Hess Leads Oil Explorers Showing $15 Billion in 2015 Losses

  • Slimmed-down Hess reports first annual loss since 2002
  • String of bleak earnings reports to stretch into next month

Oil Declines as U.S. Stockpiles Increase

During the next eight days, independent U.S. oil explorers are expected to report 2015 losses totaling more than $15 billion, the result of the steepest price collapse in a generation.

Hess Corp. kicked off earnings season for the companies on Wednesday, reporting a net loss of $1.82 billion for the quarter and $3.06 billion for the year, its first annual loss since 2002. The company also reduced its estimate of proved oil and gas reserves by 24 percent, because of lower crude prices and reduced drilling plans. 

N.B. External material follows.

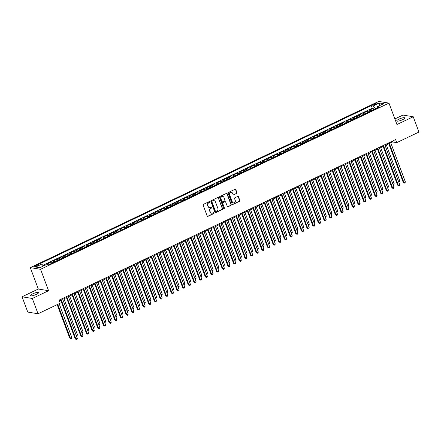 <?xml version="1.0" encoding="UTF-8"?>
<svg xmlns="http://www.w3.org/2000/svg" width="441" height="441" viewBox="0 0 441 441"><rect width="100%" height="100%" fill="white"/><g stroke="black" fill="none" stroke-linecap="round" stroke-linejoin="round"><path stroke-width="0.66" d="M209.922 201.757A0.463 0.419 99.4 0 0 209.376 201.526L203.477 204.337A0.656 0.595 99.4 0 0 203.147 205.203L207.187 216.013A0.656 0.595 99.4 0 0 207.965 216.349L213.863 213.532A0.463 0.419 99.4 0 0 213.78 212.661A0.463 0.419 99.4 0 0 213.549 212.694L212.788 213.058A2.106 1.913 99.4 0 1 210.291 211.983L209.955 211.085A2.106 1.913 99.4 0 1 211.013 208.312L211.774 207.948A0.463 0.419 99.4 0 0 211.697 207.077A0.463 0.419 99.4 0 0 211.46 207.11L210.699 207.474A2.106 1.913 99.4 0 1 208.202 206.399L207.865 205.5A2.106 1.913 99.4 0 1 208.924 202.728L209.69 202.364A0.463 0.419 99.4 0 0 209.922 201.757M209.503 207.601A2.106 1.913 99.4 0 1 207.926 206.355L207.59 205.451A2.106 1.913 99.4 0 1 208.648 202.684L209.409 202.32A0.463 0.419 99.4 0 0 209.464 201.493M207.496 216.355A0.656 0.595 99.4 0 0 207.689 216.305L213.587 213.488A0.463 0.419 99.4 0 0 213.637 212.661M211.586 213.185A2.106 1.913 99.4 0 1 210.015 211.939L209.679 211.035A2.106 1.913 99.4 0 1 210.737 208.268L211.498 207.904A0.463 0.419 99.4 0 0 211.553 207.077M398.973 119.131A4.289 0.959 -20.5 0 0 396.729 120.922A4.289 0.959 -20.5 0 0 402.523 119.715A4.289 0.959 -20.5 0 0 404.766 117.918A4.289 0.959 -20.5 0 0 398.973 119.131M32.761 293.827A4.289 0.959 -20.5 0 0 30.517 295.619A4.289 0.959 -20.5 0 0 36.311 294.412A4.289 0.959 -20.5 0 0 38.549 292.62A4.289 0.959 -20.5 0 0 32.761 293.827M374.872 103.685A2.144 0.48 -20.5 0 0 373.753 104.583A2.144 0.48 -20.5 0 0 376.647 103.977A2.144 0.48 -20.5 0 0 377.766 103.084A2.144 0.48 -20.5 0 0 374.872 103.685M236.619 193.516A0.656 0.595 99.4 0 0 236.949 192.651L235.814 189.619A0.656 0.595 99.4 0 0 235.036 189.283L228.488 192.408A0.656 0.595 99.4 0 0 228.157 193.274L232.198 204.084A0.656 0.595 99.4 0 0 232.975 204.42L239.524 201.294A0.656 0.595 99.4 0 0 239.854 200.429L238.487 196.763A0.656 0.595 99.4 0 0 237.71 196.427L234.904 197.766A0.656 0.595 99.4 0 0 234.573 198.632L235.251 200.446A1.758 1.599 99.4 0 1 233.482 202.893A1.758 1.599 99.4 0 1 232.28 201.862L229.623 194.751A1.758 1.599 99.4 0 1 231.393 192.304A1.758 1.599 99.4 0 1 232.594 193.334L233.035 194.52A0.656 0.595 99.4 0 0 233.813 194.856L236.343 193.472A0.656 0.595 99.4 0 0 236.674 192.607L235.538 189.575A0.656 0.595 99.4 0 0 235.224 189.228M396.972 124.516L413.234 116.76L418.95 132.052L396.751 142.641L395.605 139.582L59.088 300.117L60.23 303.176L38.031 313.766L32.314 298.474L48.571 290.713L40.566 269.302L388.968 103.106L396.972 124.516M218.549 197.855A0.656 0.595 99.4 0 0 217.771 197.518L211.222 200.644A0.656 0.595 99.4 0 0 210.892 201.509L214.932 212.319A0.656 0.595 99.4 0 0 215.71 212.656L222.258 209.53A0.656 0.595 99.4 0 0 222.589 208.665L218.273 197.811A0.656 0.595 99.4 0 0 217.959 197.463M219.855 196.526L226.404 193.401A0.656 0.595 99.4 0 1 227.181 193.737L231.222 204.547A0.656 0.595 99.4 0 1 230.891 205.412L228.091 206.746A0.656 0.595 99.4 0 1 227.308 206.41L225.671 202.028A0.656 0.595 99.4 0 0 224.893 201.691L223.03 202.579A0.656 0.595 99.4 0 0 222.699 203.444L224.408 208.009A0.463 0.419 99.4 0 1 223.631 208.378L219.524 197.392A0.656 0.595 99.4 0 1 219.855 196.526M373.692 109.699L373.191 108.365L369.795 109.98L370.809 110.145L368.549 111.226A2.679 0.948 64.5 0 1 369.343 111.771M368.037 112.394L367.535 111.06L364.139 112.681L365.154 112.846L362.893 113.927A2.679 0.948 64.5 0 1 363.687 114.467M362.381 115.095L361.879 113.756L358.483 115.377L359.498 115.542L357.238 116.622A2.679 0.948 64.5 0 1 358.031 117.168M356.725 117.791L356.223 116.457L352.828 118.072L353.842 118.243L351.582 119.324A2.679 0.948 64.5 0 1 352.376 119.864M351.069 120.487L350.567 119.153L347.172 120.773L348.186 120.939L345.926 122.019A2.679 0.948 64.5 0 1 346.72 122.559M345.413 123.188L344.912 121.854L341.516 123.469L342.53 123.64L340.27 124.715A2.679 0.948 64.5 0 1 341.064 125.261M339.757 125.883L339.256 124.549L335.86 126.17L336.874 126.335L334.614 127.416A2.679 0.948 64.5 0 1 335.408 127.956M334.102 128.585L333.6 127.251L330.204 128.866L331.219 129.031L328.958 130.112A2.679 0.948 64.5 0 1 329.752 130.657M328.446 131.28L327.944 129.946L324.548 131.567L325.563 131.732L323.303 132.813A2.679 0.948 64.5 0 1 324.096 133.353M322.79 133.981L322.288 132.642L318.893 134.262L319.907 134.428L317.647 135.508A2.679 0.948 64.5 0 1 318.441 136.054M317.134 136.677L316.632 135.343L313.237 136.964L314.251 137.129L311.991 138.209A2.679 0.948 64.5 0 1 312.785 138.75M311.478 139.378L310.977 138.039L307.581 139.659L308.595 139.825L306.335 140.905A2.679 0.948 64.5 0 1 307.129 141.451M305.822 142.074L305.321 140.74L301.925 142.355L302.939 142.526L300.679 143.601A2.679 0.948 64.5 0 1 301.473 144.146M300.167 144.769L299.665 143.435L296.269 145.056L297.284 145.221L295.023 146.302A2.679 0.948 64.5 0 1 295.817 146.842M294.511 147.47L294.009 146.136L290.613 147.752L291.628 147.922L289.368 148.997A2.679 0.948 64.5 0 1 290.161 149.543M288.855 150.166L288.353 148.832L284.958 150.453L285.972 150.618L283.712 151.698A2.679 0.948 64.5 0 1 284.506 152.239M283.199 152.867L282.698 151.533L279.302 153.148L280.316 153.314L278.056 154.394A2.679 0.948 64.5 0 1 278.85 154.94M277.543 155.563L277.042 154.229L273.646 155.849L274.66 156.015L272.4 157.095A2.679 0.948 64.5 0 1 273.194 157.635M271.888 158.264L271.386 156.924L267.99 158.545L269.004 158.71L266.744 159.791A2.679 0.948 64.5 0 1 267.538 160.337M266.232 160.959L265.73 159.625L262.334 161.246L263.349 161.412L261.089 162.492A2.679 0.948 64.5 0 1 261.882 163.032M260.576 163.661L260.074 162.321L256.679 163.942L257.693 164.107L255.433 165.188A2.679 0.948 64.5 0 1 256.227 165.728M254.92 166.356L254.418 165.022L251.023 166.637L252.037 166.808L249.777 167.883A2.679 0.948 64.5 0 1 250.571 168.429M249.264 169.052L248.763 167.718L245.367 169.338L246.381 169.504L244.121 170.584A2.679 0.948 64.5 0 1 244.915 171.125M243.608 171.753L243.107 170.419L239.711 172.034L240.725 172.205L238.465 173.28A2.679 0.948 64.5 0 1 239.259 173.826M237.953 174.449L237.451 173.115L234.055 174.735L235.07 174.901L232.809 175.981A2.679 0.948 64.5 0 1 233.603 176.521M232.297 177.15L231.795 175.81L228.399 177.431L229.414 177.596L227.154 178.677A2.679 0.948 64.5 0 1 227.947 179.222M226.641 179.845L226.139 178.511L222.744 180.132L223.758 180.297L221.498 181.378A2.679 0.948 64.5 0 1 222.292 181.918M220.985 182.546L220.483 181.207L217.088 182.828L218.102 182.993L215.842 184.073A2.679 0.948 64.5 0 1 216.636 184.619M215.329 185.242L214.828 183.908L211.432 185.523L212.446 185.694L210.186 186.769A2.679 0.948 64.5 0 1 210.98 187.315M209.673 187.938L209.172 186.604L205.782 188.224L206.79 188.39L204.53 189.47A2.679 0.948 64.5 0 1 205.324 190.01M204.018 190.639L203.516 189.305L200.126 190.92L201.135 191.091L198.874 192.166A2.679 0.948 64.5 0 1 199.668 192.711M198.362 193.334L197.86 192L194.47 193.621L195.479 193.786L193.219 194.867A2.679 0.948 64.5 0 1 194.018 195.407M192.706 196.036L192.204 194.702L188.814 196.317L189.823 196.482L187.563 197.562A2.679 0.948 64.5 0 1 188.362 198.108M187.05 198.731L186.549 197.397L183.158 199.018L184.167 199.183L181.907 200.264A2.679 0.948 64.5 0 1 182.706 200.804M181.394 201.432L180.893 200.093L177.502 201.713L178.511 201.879L176.251 202.959A2.679 0.948 64.5 0 1 177.05 203.505M175.739 204.128L175.237 202.794L171.847 204.415L172.855 204.58L170.595 205.66A2.679 0.948 64.5 0 1 171.395 206.201M170.083 206.829L169.581 205.489L166.191 207.11L167.2 207.276L164.94 208.356A2.679 0.948 64.5 0 1 165.739 208.902M164.427 209.525L163.925 208.191L160.535 209.806L161.544 209.977L159.284 211.052A2.679 0.948 64.5 0 1 160.083 211.597M158.771 212.22L158.269 210.886L154.879 212.507L155.888 212.672L153.628 213.753A2.679 0.948 64.5 0 1 154.427 214.293M153.115 214.921L152.614 213.587L149.223 215.202L150.232 215.373L147.972 216.448A2.679 0.948 64.5 0 1 148.771 216.994M147.459 217.617L146.958 216.283L143.568 217.904L144.576 218.069L142.316 219.149A2.679 0.948 64.5 0 1 143.116 219.69M141.804 220.318L141.302 218.984L137.912 220.599L138.921 220.765L136.66 221.845A2.679 0.948 64.5 0 1 137.46 222.391M136.148 223.014L135.646 221.68L132.256 223.3L133.265 223.466L131.005 224.546A2.679 0.948 64.5 0 1 131.804 225.086M130.492 225.715L129.99 224.375L126.6 225.996L127.609 226.161L125.349 227.242A2.679 0.948 64.5 0 1 126.148 227.788M124.836 228.41L124.334 227.076L120.944 228.697L121.953 228.862L119.693 229.943A2.679 0.948 64.5 0 1 120.492 230.483M119.18 231.106L118.679 229.772L115.288 231.393L116.297 231.558L114.037 232.639A2.679 0.948 64.5 0 1 114.836 233.179M113.524 233.807L113.023 232.473L109.633 234.088L110.641 234.259L108.381 235.334A2.679 0.948 64.5 0 1 109.181 235.88M107.869 236.503L107.367 235.169L103.977 236.789L104.986 236.955L102.725 238.035A2.679 0.948 64.5 0 1 103.525 238.575M102.213 239.204L101.711 237.87L98.321 239.485L99.33 239.656L97.07 240.731A2.679 0.948 64.5 0 1 97.869 241.277M96.557 241.9L96.055 240.565L92.665 242.186L93.674 242.352L91.414 243.432A2.679 0.948 64.5 0 1 92.213 243.972M90.901 244.601L90.399 243.261L87.009 244.882L88.018 245.047L85.758 246.128A2.679 0.948 64.5 0 1 86.557 246.673M85.245 247.296L84.744 245.962L81.353 247.583L82.362 247.748L80.102 248.829A2.679 0.948 64.5 0 1 80.901 249.369M79.589 249.997L79.088 248.658L75.698 250.279L76.706 250.444L74.446 251.524A2.679 0.948 64.5 0 1 75.246 252.07M73.934 252.693L73.432 251.359L70.042 252.974L71.051 253.145L68.79 254.22A2.679 0.948 64.5 0 1 69.59 254.766M68.278 255.389L67.776 254.055L64.386 255.675L65.395 255.841L63.135 256.921A2.679 0.948 64.5 0 1 63.934 257.461M62.622 258.09L62.12 256.756L58.73 258.371L59.739 258.542L57.479 259.617A2.679 0.948 64.5 0 1 58.278 260.162M56.966 260.785L56.465 259.451L53.074 261.072L54.083 261.237L51.823 262.318A2.679 0.948 64.5 0 1 52.622 262.858M51.31 263.486L50.809 262.152L47.419 263.768L48.427 263.933A2.679 0.948 64.5 0 1 49.227 264.479M36.647 266.155L37.893 265.559A2.078 0.463 -20.5 0 0 38.979 264.694A2.078 0.463 -20.5 0 0 36.173 265.278L34.927 265.868A2.078 0.463 -20.5 0 0 33.841 266.739A2.078 0.463 -20.5 0 0 36.647 266.155M40.566 269.302L30.302 267.615L378.703 101.413L388.968 103.106M373.191 108.365L372.259 108.21L371.3 105.642L39.872 263.746L41.812 264.065L43.334 266.044M371.3 105.642L373.24 105.961L379.464 102.99L383.681 103.685L377.457 106.656L379.398 106.976L47.97 265.08L46.029 264.76L39.806 267.726L35.589 267.031L41.812 264.065M50.809 262.152L51.823 262.318M56.465 259.451L57.479 259.617M62.12 256.756L63.135 256.921M67.776 254.055L68.79 254.22M73.432 251.359L74.446 251.524M79.088 248.658L80.102 248.829M84.744 245.962L85.758 246.128M90.399 243.261L91.414 243.432M96.055 240.565L97.07 240.731M101.711 237.87L102.725 238.035M107.367 235.169L108.381 235.334M113.023 232.473L114.037 232.639M118.679 229.772L119.693 229.943M124.334 227.076L125.349 227.242M129.99 224.375L131.005 224.546M135.646 221.68L136.66 221.845M141.302 218.984L142.316 219.149M146.958 216.283L147.972 216.448M152.614 213.587L153.628 213.753M158.269 210.886L159.284 211.052M163.925 208.191L164.94 208.356M169.581 205.489L170.595 205.66M175.237 202.794L176.251 202.959M180.893 200.093L181.907 200.264M186.549 197.397L187.563 197.562M192.204 194.702L193.219 194.867M197.86 192L198.874 192.166M203.516 189.305L204.53 189.47M209.172 186.604L210.186 186.769M214.828 183.908L215.842 184.073M220.483 181.207L221.498 181.378M226.139 178.511L227.154 178.677M231.795 175.81L232.809 175.981M237.451 173.115L238.465 173.28M243.107 170.419L244.121 170.584M248.763 167.718L249.777 167.883M254.418 165.022L255.433 165.188M260.074 162.321L261.089 162.492M265.73 159.625L266.744 159.791M271.386 156.924L272.4 157.095M277.042 154.229L278.056 154.394M282.698 151.533L283.712 151.698M288.353 148.832L289.368 148.997M294.009 146.136L295.023 146.302M299.665 143.435L300.679 143.601M305.321 140.74L306.335 140.905M310.977 138.039L311.991 138.209M316.632 135.343L317.647 135.508M322.288 132.642L323.303 132.813M327.944 129.946L328.958 130.112M333.6 127.251L334.614 127.416M339.256 124.549L340.27 124.715M344.912 121.854L345.926 122.019M350.567 119.153L351.582 119.324M356.223 116.457L357.238 116.622M361.879 113.756L362.893 113.927M367.535 111.06L368.549 111.226M372.259 108.21L42.816 265.366M45.258 265.124L45.153 264.848L43.152 265.802M45.153 264.848L45.666 264.931M377.38 107.582L375.269 108.591L375.379 108.888M48.571 290.713L38.312 289.026L22.05 296.782L32.314 298.474M22.05 296.782L27.766 312.074L38.031 313.766M413.234 116.76L402.969 115.068L394.882 118.927M38.312 289.026L30.302 267.615M390.77 142.829L392.589 141.958L396.751 142.641M59.381 300.911L60.764 300.249M62.732 299.312L66.42 297.554M68.388 296.617L72.076 294.858M74.044 293.915L77.732 292.157M79.7 291.22L83.388 289.461M85.356 288.519L89.043 286.76M91.011 285.823L94.699 284.065M96.667 283.128L100.355 281.364M102.323 280.426L106.011 278.668M107.979 277.731L111.667 275.967M113.635 275.03L117.323 273.271M119.291 272.334L122.978 270.576M124.946 269.633L128.634 267.874M130.602 266.937L134.29 265.179M136.258 264.242L139.946 262.478M141.914 261.541L145.602 259.782M147.57 258.845L151.257 257.081M153.225 256.144L156.913 254.385M158.881 253.448L162.569 251.684M164.537 250.747L168.225 248.989M170.193 248.051L173.881 246.293M175.849 245.35L179.537 243.592M181.505 242.655L185.192 240.896M187.16 239.959L190.848 238.195M192.816 237.258L196.504 235.5M198.472 234.562L202.16 232.798M204.128 231.861L207.816 230.103M209.784 229.166L213.472 227.407M215.44 226.465L219.127 224.706M221.095 223.769L224.783 222.01M226.751 221.073L230.439 219.309M232.407 218.372L236.095 216.614M238.063 215.677L241.751 213.913M243.719 212.975L247.407 211.217M249.374 210.28L253.062 208.516M255.03 207.579L258.718 205.82M260.686 204.883L264.374 203.125M266.342 202.182L270.03 200.423M271.998 199.486L275.686 197.728M277.654 196.791L281.341 195.027M283.309 194.09L286.997 192.331M288.965 191.394L292.653 189.63M294.621 188.693L298.309 186.934M300.277 185.997L303.965 184.239M305.933 183.296L309.621 181.538M311.589 180.601L315.276 178.842M317.244 177.899L320.932 176.141M322.9 175.204L326.588 173.445M328.556 172.508L332.244 170.744M334.212 169.807L337.9 168.049M339.868 167.111L343.556 165.347M345.524 164.41L349.211 162.652M351.179 161.715L354.867 159.956M356.835 159.014L360.523 157.255M362.491 156.318L366.179 154.559M368.147 153.622L371.835 151.858M373.803 150.921L377.49 149.163M379.458 148.226L383.146 146.462M385.114 145.524L388.802 143.766M392.292 141.164L392.589 141.958M54.882 261.783A2.679 0.948 -115.5 0 0 54.083 261.237M60.538 259.082A2.679 0.948 -115.5 0 0 59.739 258.542M66.194 256.386A2.679 0.948 -115.5 0 0 65.395 255.841M71.85 253.685A2.679 0.948 -115.5 0 0 71.051 253.145M77.506 250.99A2.679 0.948 -115.5 0 0 76.706 250.444M83.162 248.289A2.679 0.948 -115.5 0 0 82.362 247.748M88.817 245.593A2.679 0.948 -115.5 0 0 88.018 245.047M94.473 242.892A2.679 0.948 -115.5 0 0 93.674 242.352M100.129 240.196A2.679 0.948 -115.5 0 0 99.33 239.656M105.785 237.501A2.679 0.948 -115.5 0 0 104.986 236.955M111.441 234.799A2.679 0.948 -115.5 0 0 110.641 234.259M117.097 232.104A2.679 0.948 -115.5 0 0 116.297 231.558M122.752 229.403A2.679 0.948 -115.5 0 0 121.953 228.862M128.408 226.707A2.679 0.948 -115.5 0 0 127.609 226.161M134.064 224.006A2.679 0.948 -115.5 0 0 133.265 223.466M139.72 221.31A2.679 0.948 -115.5 0 0 138.921 220.765M145.376 218.615A2.679 0.948 -115.5 0 0 144.576 218.069M151.031 215.914A2.679 0.948 -115.5 0 0 150.232 215.373M156.687 213.218A2.679 0.948 -115.5 0 0 155.888 212.672M162.343 210.517A2.679 0.948 -115.5 0 0 161.544 209.977M167.999 207.821A2.679 0.948 -115.5 0 0 167.2 207.276M173.655 205.12A2.679 0.948 -115.5 0 0 172.855 204.58M179.311 202.425A2.679 0.948 -115.5 0 0 178.511 201.879M184.966 199.723A2.679 0.948 -115.5 0 0 184.167 199.183M190.622 197.028A2.679 0.948 -115.5 0 0 189.823 196.482M196.278 194.332A2.679 0.948 -115.5 0 0 195.479 193.786M201.934 191.631A2.679 0.948 -115.5 0 0 201.135 191.091M207.59 188.935A2.679 0.948 -115.5 0 0 206.79 188.39M213.246 186.234A2.679 0.948 -115.5 0 0 212.446 185.694M218.901 183.539A2.679 0.948 -115.5 0 0 218.102 182.993M224.557 180.838A2.679 0.948 -115.5 0 0 223.758 180.297M230.213 178.142A2.679 0.948 -115.5 0 0 229.414 177.596M235.869 175.441A2.679 0.948 -115.5 0 0 235.07 174.901M241.525 172.745A2.679 0.948 -115.5 0 0 240.725 172.205M247.18 170.05A2.679 0.948 -115.5 0 0 246.381 169.504M252.836 167.348A2.679 0.948 -115.5 0 0 252.037 166.808M258.492 164.653A2.679 0.948 -115.5 0 0 257.693 164.107M264.148 161.952A2.679 0.948 -115.5 0 0 263.349 161.412M269.804 159.256A2.679 0.948 -115.5 0 0 269.004 158.71M275.46 156.555A2.679 0.948 -115.5 0 0 274.66 156.015M281.115 153.859A2.679 0.948 -115.5 0 0 280.316 153.314M286.771 151.164A2.679 0.948 -115.5 0 0 285.972 150.618M292.427 148.463A2.679 0.948 -115.5 0 0 291.628 147.922M298.083 145.767A2.679 0.948 -115.5 0 0 297.284 145.221M303.739 143.066A2.679 0.948 -115.5 0 0 302.939 142.526M309.395 140.37A2.679 0.948 -115.5 0 0 308.595 139.825M315.05 137.669A2.679 0.948 -115.5 0 0 314.251 137.129M320.706 134.974A2.679 0.948 -115.5 0 0 319.907 134.428M326.362 132.272A2.679 0.948 -115.5 0 0 325.563 131.732M332.018 129.577A2.679 0.948 -115.5 0 0 331.219 129.031M337.674 126.881A2.679 0.948 -115.5 0 0 336.874 126.335M343.33 124.18A2.679 0.948 -115.5 0 0 342.53 123.64M348.985 121.484A2.679 0.948 -115.5 0 0 348.186 120.939M354.641 118.783A2.679 0.948 -115.5 0 0 353.842 118.243M360.297 116.088A2.679 0.948 -115.5 0 0 359.498 115.542M365.953 113.387A2.679 0.948 -115.5 0 0 365.154 112.846M377.457 106.656L377.347 107.951M371.609 110.691A2.679 0.948 -115.5 0 0 370.809 110.145M375.269 108.591L373.24 105.961M379.464 102.99L379.288 105.785M215.241 212.661A0.656 0.595 99.4 0 0 215.434 212.606L221.983 209.481A0.656 0.595 99.4 0 0 222.314 208.615L218.273 197.811M212.143 201.195A0.463 0.419 99.4 0 0 211.912 201.802L215.462 211.289A0.463 0.419 99.4 0 0 216.007 211.52L216.812 211.14A2.106 1.913 99.4 0 0 217.871 208.367L215.445 201.884A2.106 1.913 99.4 0 0 212.948 200.809L211.867 201.146A0.463 0.419 99.4 0 0 211.636 201.752L211.912 201.802M215.638 211.509A0.463 0.419 99.4 0 1 215.186 211.239L211.636 201.752M213.868 200.638A2.106 1.913 99.4 0 0 212.672 200.765L212.948 200.809M211.867 201.146L212.672 200.765M227.622 206.757A0.656 0.595 99.4 0 0 227.815 206.702L230.615 205.363A0.656 0.595 99.4 0 0 230.946 204.497L226.906 193.693A0.656 0.595 99.4 0 0 226.591 193.345M225.081 201.642A0.656 0.595 99.4 0 0 224.612 201.647L222.755 202.535A0.656 0.595 99.4 0 0 222.424 203.4L224.408 208.009M223.808 208.599A0.463 0.419 99.4 0 0 224.133 207.965M223.973 197.48A1.758 1.599 99.4 0 0 221.244 197.121A1.758 1.599 99.4 0 0 221.002 198.897L221.939 201.405A0.656 0.595 99.4 0 0 222.716 201.741L224.579 200.853A0.656 0.595 99.4 0 0 224.91 199.988L223.973 197.48M222.633 196.438A1.758 1.599 99.4 0 0 220.726 198.852L221.002 198.897M222.253 201.746A0.656 0.595 99.4 0 1 221.663 201.361L220.726 198.852M233.35 194.861A0.656 0.595 99.4 0 0 233.537 194.806L236.343 193.472M231.255 192.287A1.758 1.599 99.4 0 0 229.348 194.702L229.623 194.751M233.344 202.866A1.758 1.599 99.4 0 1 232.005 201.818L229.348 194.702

Murphy Oil Corp. also reported a net loss Wednesday of $2.27 billion for 2015. The company and its peers, including Anadarko Petroleum Corp., have been squeezed by a crude drop of more than 70 percent since June 2014.

"These companies are adjusting on the fly," said Brian Youngberg, an energy analyst at Edward Jones & Co. in St. Louis. "Hunkering down and trying to weather the storm."

Investors have punished oil and gas explorers, wiping out more than $300 billion in market value for the companies in the Bloomberg Intelligence North America Independent E&Ps Valuation Peer Group in the past year. Distressed debt exchanges and bankruptcies are mounting. The companies have fired thousands of workers, abandoned drilling projects, cut dividends and restructured debt to conserve cash and fend off insolvency.

For most independent explorers -- those that don’t also own refineries and retail gasoline stations -- cash flows have been “decimated” by the decline in oil prices, a team of analysts at Wells Fargo Securities LLC including David Tameron and Gordon Douthat said in a note to clients on Jan. 25.

Hess Assets

After spending the past half-decade slimming down from an owner of refineries, filling stations and oil wells to a pure-play crude explorer, Hess may have few assets left to sell if it finds itself needing to raise cash, Fitch Ratings said in a report this month. Hess cut its 2016 drilling budget by 40 percent to $2.4 billion on Tuesday.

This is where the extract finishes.